The dogs are not banished from the upstairs during the day but at bed time they seem to accept that it is time for them to settle on their beds - which are downstairs and they do...
Good luck.


----------



## wellerfeller (Jul 12, 2011)

I would try her bed in your room? Her barking is more to do with being left rather than her crate so you will most likely find she will still bark for a bit even in the lounge. So my advice would be either crate back and put up with 5 mins barking or let her sleep in your room.


----------



## RuthMill (Jun 30, 2012)

I would allow her to sleep downstairs if she is happy. Failing that try her bed in your room and don't allow her on the bed. Or crate in your room?


----------



## Cat 53 (Aug 26, 2012)

My daughter has a cocker crossed with a Chinese crested (she is a lovely little dog) from puppyhood she has slept in her box in my daughters bedroom. My daughter had her baby last October and Bella has shown known jealousy at all. The baby and dog share a lot of things together, including spit. Her children rarely have tummy upsets and apart from colds in the winter time, are not often poorly. My Max has never had a young child in the house until July. He was a dream. He put up with being hauled around, squeezed and cuddled without a single growl. At one point he had three youngsters and a baby crawling all over him. He was so gentle. If you are worried about your dog and a baby I would say take every opportunity to cuddle and snuggle with other babies if possible. So if you want a good nights sleep, put her on your bed. Enjoy and stop fretting about something that has happened yet and may never happen!


----------



## sugerlump (Oct 6, 2012)

well i think at 30 years old ,i would take advice from my mom with a grean of salt,Haa Haa.next why don't you just leave her sleep on the sofa.when we gave ginger the run of the house we had her bed in our bed room.but by and by she stopped sleeping there and she thinks she likes my chair better so that is where she sleeps.and is very happy there..let her sleep where she wants to she won't bother any thing and she will be happy


----------



## Nanci (Mar 1, 2012)

I love Sami sleeping on our bed! I put a white sheet at the bottom half of our bed and he sleeps there. Carley has decited she likes her large pillow on the floor by our bed. She is a fidget bug and roams around a bit . . into the kitchen on the floor . . in the hallway and at times jumps on the bed towards the early morning hours . . Sami seems to never move a muscle!! I watch carefully at night going to the bathroom as I never know where Carley will be . . . but they are both content and never wake me up so it works . . you will find what works for you also!! good luck!!


----------



## RachelJ (Oct 5, 2012)

Hello & welcome back!
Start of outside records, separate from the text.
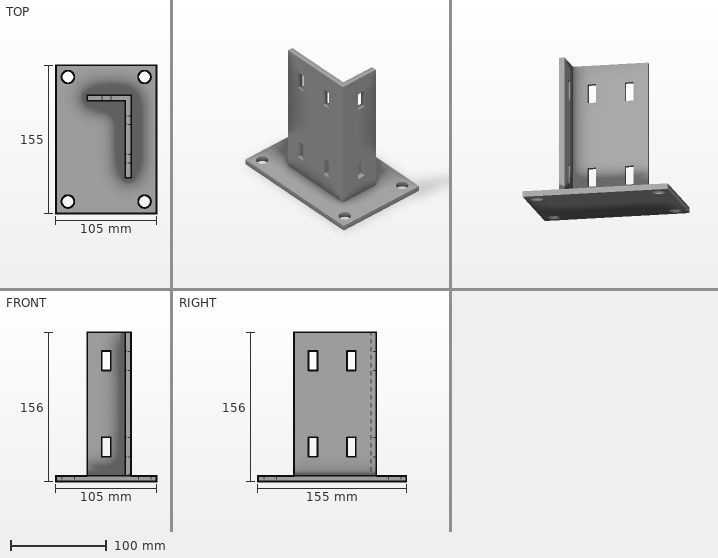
import cadquery as cq

plate_x = 105.0
plate_y = 155.0
plate_thickness = 6.0
bolt_hole_diameter = 13.0
bolt_spacing_x = 80.0
bolt_spacing_y = 130.0

angle_height = 150.0
angle_thickness = 6.0
angle_x_min = -20.0
angle_x_max = 26.0
angle_y_min = -40.0
angle_y_max = 46.0

slot_width = 9.0
slot_height = 20.0
slot_levels = (30.0, 120.0)
short_leg_slot_x = 0.0
long_leg_slot_ys = (-20.0, 20.0)


def make_plate():
    """Base plate with a bolt hole near each corner."""
    return (
        cq.Workplane("XY")
        .box(plate_x, plate_y, plate_thickness, centered=(True, True, False))
        .faces(">Z")
        .workplane()
        .rect(bolt_spacing_x, bolt_spacing_y, forConstruction=True)
        .vertices()
        .hole(bolt_hole_diameter)
    )


def make_angle():
    """L-section upright with its corner at +X, +Y."""
    outline = [
        (angle_x_max, angle_y_max),
        (angle_x_min, angle_y_max),
        (angle_x_min, angle_y_max - angle_thickness),
        (angle_x_max - angle_thickness, angle_y_max - angle_thickness),
        (angle_x_max - angle_thickness, angle_y_min),
        (angle_x_max, angle_y_min),
    ]
    return (
        cq.Workplane("XY", origin=(0, 0, plate_thickness))
        .polyline(outline)
        .close()
        .extrude(angle_height)
    )


def make_slots():
    """Cutters for the slots; each is twice as deep as the leg it pierces."""
    cut_depth = 2 * angle_thickness
    short_leg_mid_y = angle_y_max - angle_thickness / 2
    long_leg_mid_x = angle_x_max - angle_thickness / 2
    short_leg_slot = cq.Workplane("XY").box(slot_width, cut_depth, slot_height)
    long_leg_slot = cq.Workplane("XY").box(cut_depth, slot_width, slot_height)

    slots = cq.Workplane("XY")
    for level in slot_levels:
        z = plate_thickness + level
        slots = slots.add(short_leg_slot.translate((short_leg_slot_x, short_leg_mid_y, z)))
        for y in long_leg_slot_ys:
            slots = slots.add(long_leg_slot.translate((long_leg_mid_x, y, z)))
    return slots.combine()


result = make_plate().union(make_angle()).cut(make_slots())

Hope you had a fab holiday, will try view your video soon!

Hope you have come to a solution to suit both you & Tilly? Darcie sleeps in the kitchen with the door closed in her bed (shes never had a crate) we never have any problems and when shes awake in the morning if its a weekend or very early week day she will come on our bed until we get up! Occasionally if we have been out for the evening and its late when we get back we let her sleep upstairs so we can go straight to bed without havign to settle her down again but the only problem is she wont sleep in her bed if its upstairs only on our bed or next to me on the floor. My boyfriend and I would be quite happy for her to sleep upstairs all the time but I dont want her on our bed every night and I dont like her laying on the floor next to my bed incase i stand on her in the night if I get up so for now the kitchen it is! Awhile ago we also tried leaving the kitchen door open instead of closing it and just had the stair gate closed on the stairs (its open plan downstairs so the stairs are in the living room) but she barked for ages and just wouldnt settle although everyday she has run of the area but I think she must just feel secure in the kitchen - I dont think they like change either. Sorry not been too helpful but just thought would explain our sleeping arrangements and hopefully will give you a few ideas x


----------



## DB1 (Jan 20, 2012)

So Lottie - What did you do last night?


----------



## Lottierachel (Mar 3, 2013)

Well it was pretty much a success.....

I left Tilly sleeping on the sofa last night, closed the kitchen door and stayed to listen for 5 mins just in case. All was quiet 

My OH woke me at 2am to say she was barking, I went down to find her super sleepy and not at the kitchen door. I think she had just heard a noise! I opened the back door, but she didn't want to go out, she went back and climbed on the sofa and went to sleep.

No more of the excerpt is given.